Cross-platform chats

The setup is a little more complicated than Apple’s method, but the app’s tutorial does a good job walking you through it. First you need to download the Android version from Google Play, since that’s where most of the heavy lifting takes place. From there you’ll create an account, and head back to the Messages app on your Mac. Click Add Account, then Other, and add a Jabber account with your newly created username and password. After a few more clicks the two apps will be linked.


The setup process for SMS for iChat is a little confuding, but the tutorial will walk you through it.

While you might need to refer to the SMS for iChat app to tweak the occasional setting, you’ll actually still be using the main messaging apps on your phone and Mac as usual. Once it finishes setting up, it should bring over any threads you’ve saved, though several of the conversations in Messenger on my Pixel were left behind.

Otherwise it mostly behaves like the normal Messages app does, but there a few inconsistencies. For one, anything originating from your Android phone won’t be separated into gray and green bubbles. Rather, both sides of the conversation will all be stacked on top of each other with sent messages marked with a “- (Sent by you via Android)” signature. It’s not too hard to decipher the flow of the conversation, but if you’re looking to keep a pristine log of your conversations on your Mac, SMS for iChat might not suit your needs.

Familiar faces

SMS for iChat did a nice job with keeping up with new messages coming in, and I haven’t missed a single one since I started using it (despite some back-and-forths being inexplicably split into new conversation threads). Notifications work nicely too, though an odd quirk displays banners for both incoming and outgoing messages.


It’s not perfect, but you’ll be able to pick up your Android conversations on your Mac.
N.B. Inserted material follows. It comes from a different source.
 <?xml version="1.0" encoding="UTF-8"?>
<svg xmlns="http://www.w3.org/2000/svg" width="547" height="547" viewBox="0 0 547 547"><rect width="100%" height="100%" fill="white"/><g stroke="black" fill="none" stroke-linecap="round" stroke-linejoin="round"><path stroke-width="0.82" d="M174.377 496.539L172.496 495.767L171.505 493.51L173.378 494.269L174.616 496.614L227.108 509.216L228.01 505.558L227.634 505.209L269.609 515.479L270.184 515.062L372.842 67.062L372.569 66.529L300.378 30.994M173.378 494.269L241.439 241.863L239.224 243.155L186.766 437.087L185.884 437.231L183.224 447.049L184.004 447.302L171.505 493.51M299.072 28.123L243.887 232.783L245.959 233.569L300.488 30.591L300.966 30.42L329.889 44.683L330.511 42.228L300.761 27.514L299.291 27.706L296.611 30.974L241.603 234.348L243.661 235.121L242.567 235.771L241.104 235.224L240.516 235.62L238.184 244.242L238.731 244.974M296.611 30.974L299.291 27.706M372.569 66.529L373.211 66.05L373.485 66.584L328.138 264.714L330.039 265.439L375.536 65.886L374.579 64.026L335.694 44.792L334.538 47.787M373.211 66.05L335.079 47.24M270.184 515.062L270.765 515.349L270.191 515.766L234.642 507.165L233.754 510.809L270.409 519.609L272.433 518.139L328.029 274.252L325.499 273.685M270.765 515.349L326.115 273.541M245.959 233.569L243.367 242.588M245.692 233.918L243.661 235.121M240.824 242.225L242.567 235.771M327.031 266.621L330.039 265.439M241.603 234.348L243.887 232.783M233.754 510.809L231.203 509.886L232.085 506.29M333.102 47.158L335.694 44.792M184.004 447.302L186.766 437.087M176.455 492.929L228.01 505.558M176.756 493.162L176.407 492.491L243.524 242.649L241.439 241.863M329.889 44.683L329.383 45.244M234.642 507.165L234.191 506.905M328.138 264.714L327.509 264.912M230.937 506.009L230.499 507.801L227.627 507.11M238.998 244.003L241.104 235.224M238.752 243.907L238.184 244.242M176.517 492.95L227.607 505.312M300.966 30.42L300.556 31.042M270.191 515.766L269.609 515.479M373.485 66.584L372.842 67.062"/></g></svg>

But despite those hiccups, SMS for iChat dutifully synced anything sent to my Android phone, and I was able to respond to incoming messages on my Mac like I did before. Well, almost like before—the service doesn’t support delivery of MMS messages just yet, though the company says it is working on a version that will add the functionality. However, incoming pics can be viewed via a link to a secure site.

Speaking of, if you’re concerned about the privacy of such an unofficial solution, developer MDRS assures users that it uses secure connections and 128-bit encryption when transferring messages. Texts are delivered via Google’s Cloud Messaging service and purged after three days.


You’ll need to pony up some cash if you want to send more than five messages a day.

Should you download it?

The service is free to download and use, but if you want to manage more than five messages per day you’ll need to pony up some dough. There are three options for subscribers, each of which offer unlimited messages. You can opt to pay $10 a month, $60 a year, or $130 for a lifetime subscription. That might be too rich for some people, especially for an app that might not ever work perfectly due to Apple’s efforts to stymie outsiders, but even with the inconsistencies I thoroughly enjoyed using my Mac again to send text messages.

While it won’t replace the smooth, consistent manner in which iCloud shares messages between the iPhone and the Mac, it does bring back much of the functionality you gave up when you switched. And when you’re navigating a strange new land, a little familiarity goes a long way.